The Secret History - Donna Tartt [189]
“Wow,” said Sophie, a true Hampden girl, ever dutiful in homage to the New.
I looked over at Francis and he shrugged.
“His mom likes modern architecture,” he said.
I had never seen the man who answered the door but with a sick, dreamlike feeling I recognized him instantly. He was big and red in the face, with a heavy jaw and a full head of white hair; for a moment he stared at us, his smallish mouth fallen open into a tight, round o. Then, surprisingly boyish and quick, he sprang forward and seized Francis’s hand. “Well,” he said. “Well, well, well.” His voice was nasal, garrulous, Bunny’s voice. “If it’s not the old Carrot Top. How are you, boy?”
“Pretty good,” said Francis, and I was a little surprised at the depth and warmth with which he said it, and the strength with which he returned the handshake.
Mr. Corcoran slung a heavy arm around his neck and pulled him close. “This one’s my boy,” he said to Sophie and me, reaching up to tousle Francis’s hair. “All my brothers were redheads and out of my boys there’s not an honest-to-god redhead in the bunch. Can’t understand it. Who are you, sweetheart?” he said to Sophie, disengaging his arm and reaching for her hand.
“Hi. I’m Sophie Dearbold.”
“Well, you’re mighty pretty. Isn’t she pretty, boys. You look just like your aunt Jean, honey.”
“What?” said Sophie, after a confused pause.
“Why, your aunt, honey. Your daddy’s sister. That pretty Jean Lickfold that won the ladies’ golf tournament out at the club last year.”
“No, sir. Dearbold.
“Dearfold. Well, isn’t that strange. I don’t know of any Dearfolds around here. Now, I used to know a fellow name of Breedlow, but that must have been, oh, twenty years ago. He was in business. They say he embezzled a cool five million from his partner.”
“I’m not from around here.”
He cocked an eyebrow at her, in a manner reminiscent of Bunny. “No?” he said.
“No.”
“Not from Shady Brook?” He said it as if he could hardly believe it.
“No.”
“Then where you from, honey?
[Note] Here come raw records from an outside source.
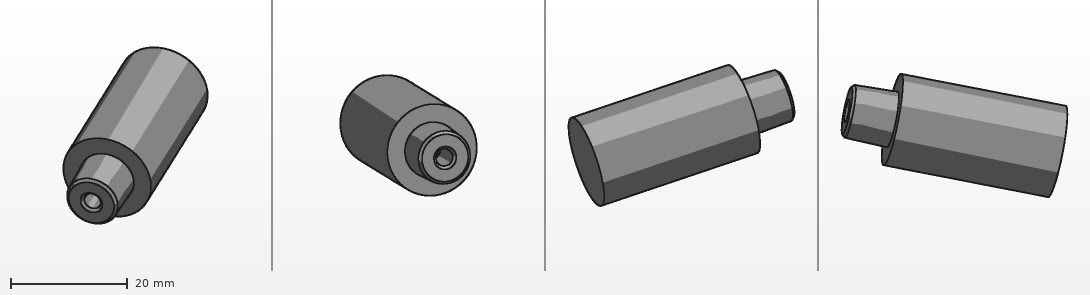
import cadquery as cq

body_diameter = 16.0
overall_length = 37.0

nose_length = 8.0
nose_base_diameter = 9.728
nose_taper = 1 / 16
nose_chamfer = 0.5

hole_diameter = 3.0
hole_mouth_diameter = 4.0
hole_depth = 8.0

nose_front_diameter = nose_base_diameter - nose_taper * (nose_length - nose_chamfer)
hole_chamfer = (hole_mouth_diameter - hole_diameter) / 2

nose_face_y = 0.0
shoulder_y = nose_face_y + nose_length
body_end_y = nose_face_y + overall_length


def revolve_about_y(half_profile):
    """Turn a half profile of (Y, radius) points into a solid around the Y axis."""
    return cq.Workplane("YZ").polyline(half_profile).close().revolve(360, (0, 0, 0), (1, 0, 0))


def make_shaft():
    """Cylindrical body with a chamfered, tapered nose."""
    return revolve_about_y([
        (nose_face_y, 0),
        (nose_face_y, nose_front_diameter / 2 - nose_chamfer),
        (nose_face_y + nose_chamfer, nose_front_diameter / 2),
        (shoulder_y, nose_base_diameter / 2),
        (shoulder_y, body_diameter / 2),
        (body_end_y, body_diameter / 2),
        (body_end_y, 0),
    ])


def make_centre_hole():
    """Flat-bottomed hole with a 45 degree countersunk mouth."""
    return revolve_about_y([
        (nose_face_y, 0),
        (nose_face_y, hole_mouth_diameter / 2),
        (nose_face_y + hole_chamfer, hole_diameter / 2),
        (nose_face_y + hole_depth, hole_diameter / 2),
        (nose_face_y + hole_depth, 0),
    ])


result = make_shaft().cut(make_centre_hole())

Greenwich?”
“Detroit.”
“Bless your heart then. To come all this way.”
Sophie, smiling, shook her head and started to explain when, with absolutely no warning, Mr. Corcoran flung his arms around her and burst into tears.
We were frozen with horror. Sophie’s eyes, over his heaving shoulder, were round and aghast as if he’d run her through with a knife.
“Oh, darling,” he wailed, his face buried deep in her neck. “Honey, how are we going to get along without him?”
“Come on, Mr. Corcoran,” said Francis, tugging at his sleeve.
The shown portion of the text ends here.